## EXERCISE BRIEF
The reply should match the listing below character for character, except that no image is carried over.

## SUPPLIED RECORDS
# # # #

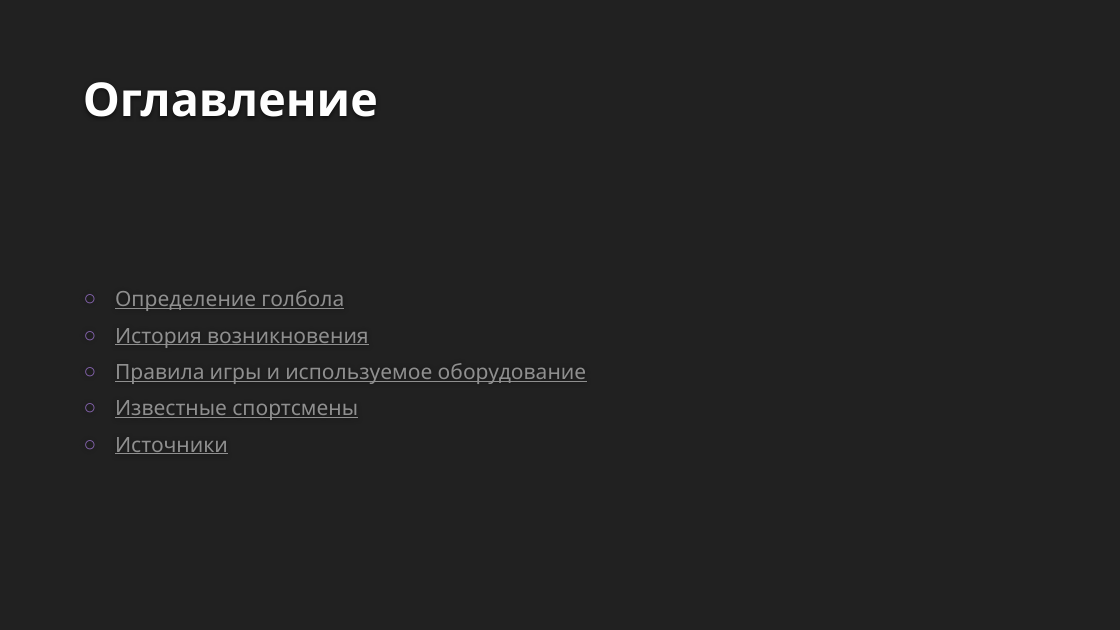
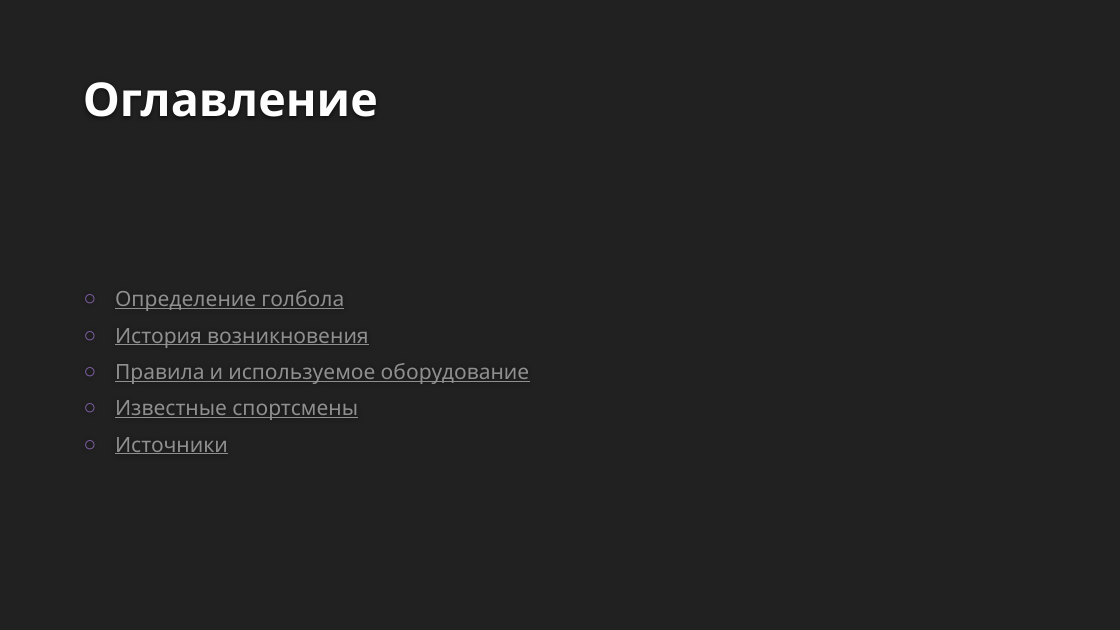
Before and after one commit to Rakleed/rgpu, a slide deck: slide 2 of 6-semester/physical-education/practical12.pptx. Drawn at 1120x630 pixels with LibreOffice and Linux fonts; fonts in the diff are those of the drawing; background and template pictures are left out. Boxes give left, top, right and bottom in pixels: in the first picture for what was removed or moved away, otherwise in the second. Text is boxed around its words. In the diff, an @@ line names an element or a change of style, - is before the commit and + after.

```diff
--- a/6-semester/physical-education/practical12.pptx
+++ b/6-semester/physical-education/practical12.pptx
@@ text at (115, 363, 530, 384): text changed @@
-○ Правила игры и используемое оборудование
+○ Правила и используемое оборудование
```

# # # #

## FINISHED TASK
Before and after one commit to Rakleed/rgpu, a slide deck: slide 2 of 6-semester/physical-education/practical12.pptx. Drawn at 1120x630 pixels with LibreOffice and Linux fonts; fonts in the diff are those of the drawing; background and template pictures are left out. Boxes give left, top, right and bottom in pixels: in the first picture for what was removed or moved away, otherwise in the second. Text is boxed around its words. In the diff, an @@ line names an element or a change of style, - is before the commit and + after.

```diff
--- a/6-semester/physical-education/practical12.pptx
+++ b/6-semester/physical-education/practical12.pptx
@@ text at (115, 363, 530, 384): text changed @@
-○ Правила игры и используемое оборудование
+○ Правила и используемое оборудование
```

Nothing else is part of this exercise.